Cristina Calderón, last speaker of Yaghan language, dies in Chile at 93
Considered a Living Human Treasure by UNESCO, she worked for years to preserve the culture of indigenous people from Tierra del Fuego at the southern tip of South America
No one else will speak the Yaghan language. At the age of 93, Cristina Calderón has died and has taken with her the language of her ancestors, the Yaghan people. As the southernmost indigenous community on the planet, these nomadic canoe-faring people have inhabited Tierra del Fuego, at the southern tip of South America, for 6,000 years. Calderón was the last full-blooded Yamana – another name for the Yaghan people – and the custodian of a culture that has been lost as a result of mixing with other indigenous tribes and white people.
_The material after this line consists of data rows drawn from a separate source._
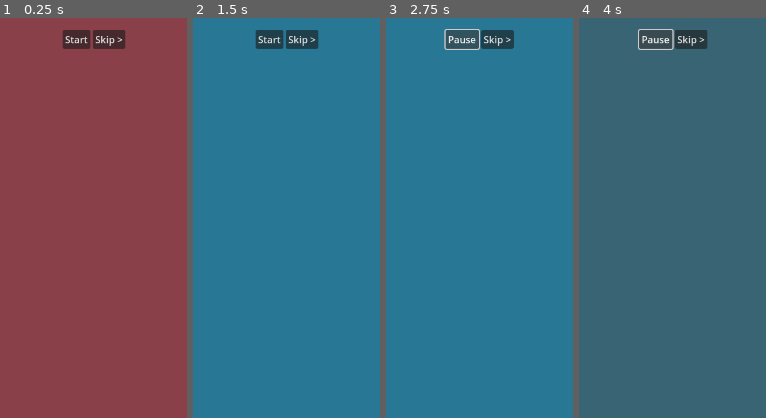
Above: before the commit, frames 1-4 (left to right).
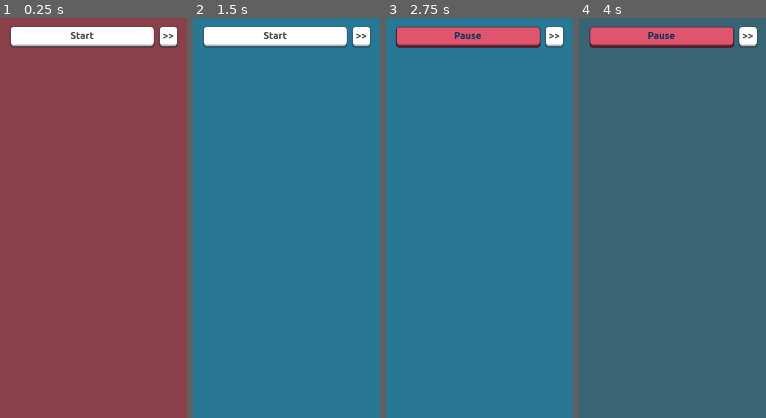
Above: after the commit, the same moments.

Repository: trubusoft/gomodoro
Game: Godot game, scene res://scenes/gomodoro.tscn
Two runs of this game, one before a commit and one after it. Both use one fixed random seed, a clock stepped at 60 frames per second and the inputs below.
Inputs:
- Up to frame 1 (0.25 s): no input
- Up to frame 2 (1.5 s): click "Start" at 0.5 s; click "Skip >" (after the commit: ">>") at 1.25 s
- Up to frame 3 (2.75 s): click "Start" at 2 s
- Up to frame 4 (4 s): click "Skip >" (after the commit: ">>") at 2.75 s; click "Start" at 3.5 s
The pictures show only the part of the screen within x 25-75%, y 22-72%; the shares and areas given below are measured in that part.

The runs differ from the first frame. In frame 1, 4.6% of the frame differs, in the area x 5-96%, y 2-8%; in frame 2, 4.6%; in frame 3, 4.8%; in frame 4, 4.5%.

Commit message:
Update timer.tscn to use button.tres on both of its button

Diff:
--- a/scenes/timer.tscn
+++ b/scenes/timer.tscn
@@ -1,7 +1,8 @@
-[gd_scene load_steps=3 format=3 uid="uid://dj3pykbdj6fvp"]
+[gd_scene load_steps=4 format=3 uid="uid://dj3pykbdj6fvp"]
 
 [ext_resource type="Theme" uid="uid://cqptx1v8yuy1g" path="res://assets/themes/timer.tres" id="1_btyi1"]
 [ext_resource type="Script" path="res://scenes/timer.gd" id="1_u3eqq"]
+[ext_resource type="Theme" uid="uid://bygicg1hb3dty" path="res://assets/themes/button.tres" id="3_niyyk"]
 
 [node name="Timer" type="Control"]
 layout_mode = 3
@@ -43,17 +44,21 @@
 
 [node name="HBoxContainer3" type="HBoxContainer" parent="VBoxContainer"]
 layout_mode = 2
+theme_override_constants/separation = 20
 alignment = 1
 
 [node name="ButtonStart" type="Button" parent="VBoxContainer/HBoxContainer3"]
 unique_name_in_owner = true
 layout_mode = 2
+size_flags_horizontal = 3
+theme = ExtResource("3_niyyk")
 text = "Start"
 
 [node name="ButtonSkip" type="Button" parent="VBoxContainer/HBoxContainer3"]
 layout_mode = 2
 size_flags_horizontal = 4
-text = "Skip >"
+theme = ExtResource("3_niyyk")
+text = ">>"
 
 [node name="Timer" type="Timer" parent="."]
 unique_name_in_owner = true

Cristina Calderón had been declared a Living Human Treasure by the Chilean government and UNESCO. She left behind seven children and 14 grandchildren, but none of them speak her language like she did. Her youngest daughter, Lidia González Calderón, is one of the indigenous lawmakers who are currently drafting the new Chilean Constitution. “All the work I’m currently doing, I am doing it in your name, and your people will also be reflected in that work. I feel a deep sorrow for not having been with her at the moment of her death. This is sad news for the Yaghan people,” wrote González on Twitter.
“When my sister Úrsula passed away I was left alone, with no one to talk to,” said Cristina Calderón in 2016, in an extensive feature published by EL PAÍS. “I learned Spanish when I was nine years old. The father of a niece of mine was a gringo, and they taught me little by little,” she recalled in her house in Villa Ukika, in Puerto Williams, with a view of the Beagle Channel. “Back then everyone spoke Yaghan, but later they started to die, and I was left alone. The children did not want to learn the language. They were ashamed. White people laughed at them.” The Yaghan language had 32,400 words, an enormous amount when compared to the 5,000 words that any of us normally uses.
The Yaghan people traveled the icy Fuegian channels with their canoes and made a living from fishing. A paper published in the journal Science last October presented paleontological evidence that points to the presence of Yaghan people in the Falkland Islands long before the British or Argentines set foot on the archipelago. When the white people arrived on the island of Tierra del Fuego in the 19th century, there were about 3,000 Yaghan. Half a century later, the diseases brought by the Europeans had reduced their population to 130.
Mixing with Europeans, Anglican evangelization and the cultural pressures caused by colonization broke the natural chain of oral transmission of knowledge; the language began to disappear with the deaths of its last speakers. Calderón’s sister, Úrsula, passed away in 2003. Emelinda Acuña, another Yaghan speaker, died in 2012. Cristina Calderón was the last one left.
Even in the last years of her life, Calderón was determined to preserve and pass on everything she knew about her language and her culture. Together with her granddaughter, Cristina Zárraga, she created a Yaghan-Spanish dictionary that includes a CD where some words can be heard. They also published a book of indigenous legends, songs and stories called Hai Kur Mamašu Shis (I want to tell you a story). Her daughter Lidia Calderón promised, as a member of Chile’s constitutional convention, to defend her mother’s legacy and the Yaghan language, despite the challenges that this entails: “Even if with her death we lose a wealth of empirical knowledge, especially valuable in linguistic terms, the possibilities for the rescue and systematization of the language are open.”